Non-Hodgkin lymphoma (NHL) is not one disease. It is a family reunion of many related cancers that arise from the immune system, each with its own personality and pace. Biomarkers are how we read that personality. They help answer the big questions: What subtype is this? How aggressive is it? What is the best way to monitor it?1 If you have ever watched a fitness tracker turn steps into insight, biomarkers serve a similar role for lymphoma biology. They translate what is happening in the tumor into data that doctors can interpret.
This guide walks through the biomarkers that matter most in NHL, how they are used in real clinical workflows, how they influence diagnosis and monitoring, and where the limits are. The language is kept plain and precise medical terms are brought in only where they add clarity.
Why biomarkers matter in NHL
NHLs usually start in B cells or T/NK cells, the white blood cells that run immune surveillance.

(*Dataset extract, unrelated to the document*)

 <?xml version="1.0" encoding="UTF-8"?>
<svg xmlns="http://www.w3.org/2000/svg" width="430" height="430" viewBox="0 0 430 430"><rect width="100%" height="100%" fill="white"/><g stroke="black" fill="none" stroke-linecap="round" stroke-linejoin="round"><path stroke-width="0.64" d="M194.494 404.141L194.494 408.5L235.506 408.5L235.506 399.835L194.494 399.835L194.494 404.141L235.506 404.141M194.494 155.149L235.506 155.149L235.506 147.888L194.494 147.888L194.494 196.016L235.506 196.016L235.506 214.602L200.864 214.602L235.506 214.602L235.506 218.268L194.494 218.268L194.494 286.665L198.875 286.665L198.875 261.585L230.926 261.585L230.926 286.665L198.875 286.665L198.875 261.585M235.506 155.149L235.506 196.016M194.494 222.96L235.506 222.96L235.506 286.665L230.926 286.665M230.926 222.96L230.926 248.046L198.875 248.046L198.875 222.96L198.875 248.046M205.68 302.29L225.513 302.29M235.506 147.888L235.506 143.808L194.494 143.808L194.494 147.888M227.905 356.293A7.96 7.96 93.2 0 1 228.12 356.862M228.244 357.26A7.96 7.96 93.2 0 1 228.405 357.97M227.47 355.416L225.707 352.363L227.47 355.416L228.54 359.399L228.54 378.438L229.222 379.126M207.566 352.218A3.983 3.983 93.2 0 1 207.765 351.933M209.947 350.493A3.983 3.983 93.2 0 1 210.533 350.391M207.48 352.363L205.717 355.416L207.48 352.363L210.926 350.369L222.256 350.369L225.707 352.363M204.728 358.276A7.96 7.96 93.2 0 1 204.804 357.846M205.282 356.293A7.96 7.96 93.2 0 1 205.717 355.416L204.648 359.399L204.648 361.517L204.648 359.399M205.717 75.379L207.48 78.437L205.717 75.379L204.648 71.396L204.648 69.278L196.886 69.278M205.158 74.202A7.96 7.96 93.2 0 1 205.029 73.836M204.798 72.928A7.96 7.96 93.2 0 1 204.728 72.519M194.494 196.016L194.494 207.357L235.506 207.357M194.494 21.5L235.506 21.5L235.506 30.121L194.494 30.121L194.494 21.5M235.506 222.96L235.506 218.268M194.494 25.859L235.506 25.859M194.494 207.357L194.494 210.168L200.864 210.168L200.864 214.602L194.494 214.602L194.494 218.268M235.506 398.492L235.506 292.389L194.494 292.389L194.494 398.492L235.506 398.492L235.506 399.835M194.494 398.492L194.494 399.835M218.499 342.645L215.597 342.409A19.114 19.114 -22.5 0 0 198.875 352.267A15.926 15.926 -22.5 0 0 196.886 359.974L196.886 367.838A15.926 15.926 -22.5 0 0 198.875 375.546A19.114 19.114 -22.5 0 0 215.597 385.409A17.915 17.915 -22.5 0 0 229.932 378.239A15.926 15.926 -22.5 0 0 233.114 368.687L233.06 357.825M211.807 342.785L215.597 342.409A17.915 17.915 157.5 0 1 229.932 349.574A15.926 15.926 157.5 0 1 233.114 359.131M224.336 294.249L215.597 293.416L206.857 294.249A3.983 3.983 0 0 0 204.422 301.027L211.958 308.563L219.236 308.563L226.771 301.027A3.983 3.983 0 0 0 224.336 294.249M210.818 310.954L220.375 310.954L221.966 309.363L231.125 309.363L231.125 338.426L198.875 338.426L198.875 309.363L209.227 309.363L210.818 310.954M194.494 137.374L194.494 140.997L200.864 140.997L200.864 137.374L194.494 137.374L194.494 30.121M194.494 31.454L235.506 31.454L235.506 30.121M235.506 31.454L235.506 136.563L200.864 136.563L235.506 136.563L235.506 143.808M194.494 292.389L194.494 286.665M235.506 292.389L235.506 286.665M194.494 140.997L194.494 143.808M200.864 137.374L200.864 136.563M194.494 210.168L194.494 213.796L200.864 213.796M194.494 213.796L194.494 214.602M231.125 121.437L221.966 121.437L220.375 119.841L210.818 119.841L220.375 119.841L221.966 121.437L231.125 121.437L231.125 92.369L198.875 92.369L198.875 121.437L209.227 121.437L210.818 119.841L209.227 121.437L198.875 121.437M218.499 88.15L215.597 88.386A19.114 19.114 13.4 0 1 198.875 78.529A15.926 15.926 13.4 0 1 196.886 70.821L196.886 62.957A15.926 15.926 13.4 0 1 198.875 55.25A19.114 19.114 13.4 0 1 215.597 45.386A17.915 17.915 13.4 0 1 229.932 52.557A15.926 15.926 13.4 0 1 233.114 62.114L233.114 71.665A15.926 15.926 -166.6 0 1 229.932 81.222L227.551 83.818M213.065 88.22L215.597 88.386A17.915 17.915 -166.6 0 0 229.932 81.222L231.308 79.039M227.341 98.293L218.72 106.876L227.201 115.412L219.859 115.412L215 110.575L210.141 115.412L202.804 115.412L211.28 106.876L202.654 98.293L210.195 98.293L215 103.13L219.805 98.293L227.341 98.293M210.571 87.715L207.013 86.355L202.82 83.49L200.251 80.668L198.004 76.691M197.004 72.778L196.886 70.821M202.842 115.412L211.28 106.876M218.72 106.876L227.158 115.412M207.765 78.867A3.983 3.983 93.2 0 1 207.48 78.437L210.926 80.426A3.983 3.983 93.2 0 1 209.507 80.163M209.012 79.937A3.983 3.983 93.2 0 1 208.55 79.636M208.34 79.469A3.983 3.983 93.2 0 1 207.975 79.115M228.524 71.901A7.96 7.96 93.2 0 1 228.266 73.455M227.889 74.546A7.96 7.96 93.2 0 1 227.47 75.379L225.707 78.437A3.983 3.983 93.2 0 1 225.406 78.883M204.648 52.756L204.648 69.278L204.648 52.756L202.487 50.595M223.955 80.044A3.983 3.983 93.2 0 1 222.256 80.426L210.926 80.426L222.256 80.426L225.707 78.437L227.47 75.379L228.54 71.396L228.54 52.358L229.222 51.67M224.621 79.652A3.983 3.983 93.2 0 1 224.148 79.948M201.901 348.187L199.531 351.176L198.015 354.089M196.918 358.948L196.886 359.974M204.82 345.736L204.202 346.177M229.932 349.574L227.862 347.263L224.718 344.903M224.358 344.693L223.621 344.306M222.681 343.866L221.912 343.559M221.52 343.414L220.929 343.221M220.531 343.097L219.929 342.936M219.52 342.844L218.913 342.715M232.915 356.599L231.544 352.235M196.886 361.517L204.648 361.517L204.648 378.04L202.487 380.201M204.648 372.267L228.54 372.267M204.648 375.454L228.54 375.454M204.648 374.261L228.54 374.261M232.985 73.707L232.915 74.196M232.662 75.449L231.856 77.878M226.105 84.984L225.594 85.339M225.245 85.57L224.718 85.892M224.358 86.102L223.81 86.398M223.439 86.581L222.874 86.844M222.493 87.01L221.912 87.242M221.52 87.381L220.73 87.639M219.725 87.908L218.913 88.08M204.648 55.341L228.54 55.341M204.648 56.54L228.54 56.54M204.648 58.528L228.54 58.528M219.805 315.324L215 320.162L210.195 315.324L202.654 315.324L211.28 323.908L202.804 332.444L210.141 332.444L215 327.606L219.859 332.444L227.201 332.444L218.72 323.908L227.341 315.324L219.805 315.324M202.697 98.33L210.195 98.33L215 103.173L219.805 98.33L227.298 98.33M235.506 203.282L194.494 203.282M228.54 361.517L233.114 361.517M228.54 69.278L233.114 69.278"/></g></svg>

Under the microscope, many lymphomas can look similar. Biomarkers bring specificity. They fall into a few buckets:
- Diagnostic: Identify the exact lymphoma subtype and its cell of origin.1
- Prognostic: Estimate risk of progression or relapse.2
- Predictive: Suggest whether a tumor is likely to respond to a targeted approach.
- Monitoring: Track response or detect minimal residual disease (MRD).3
Modern classifications, including the 5th edition WHO framework and International Consensus Classification, rely on a blend of tissue markers, chromosomal changes, and gene mutations.1 ⁴ In practical terms, the right biomarkers help avoid mislabeling, reduce uncertainty, and align care with the tumor's actual biology. Large validation studies back many of these markers, though specific tests vary by center and region.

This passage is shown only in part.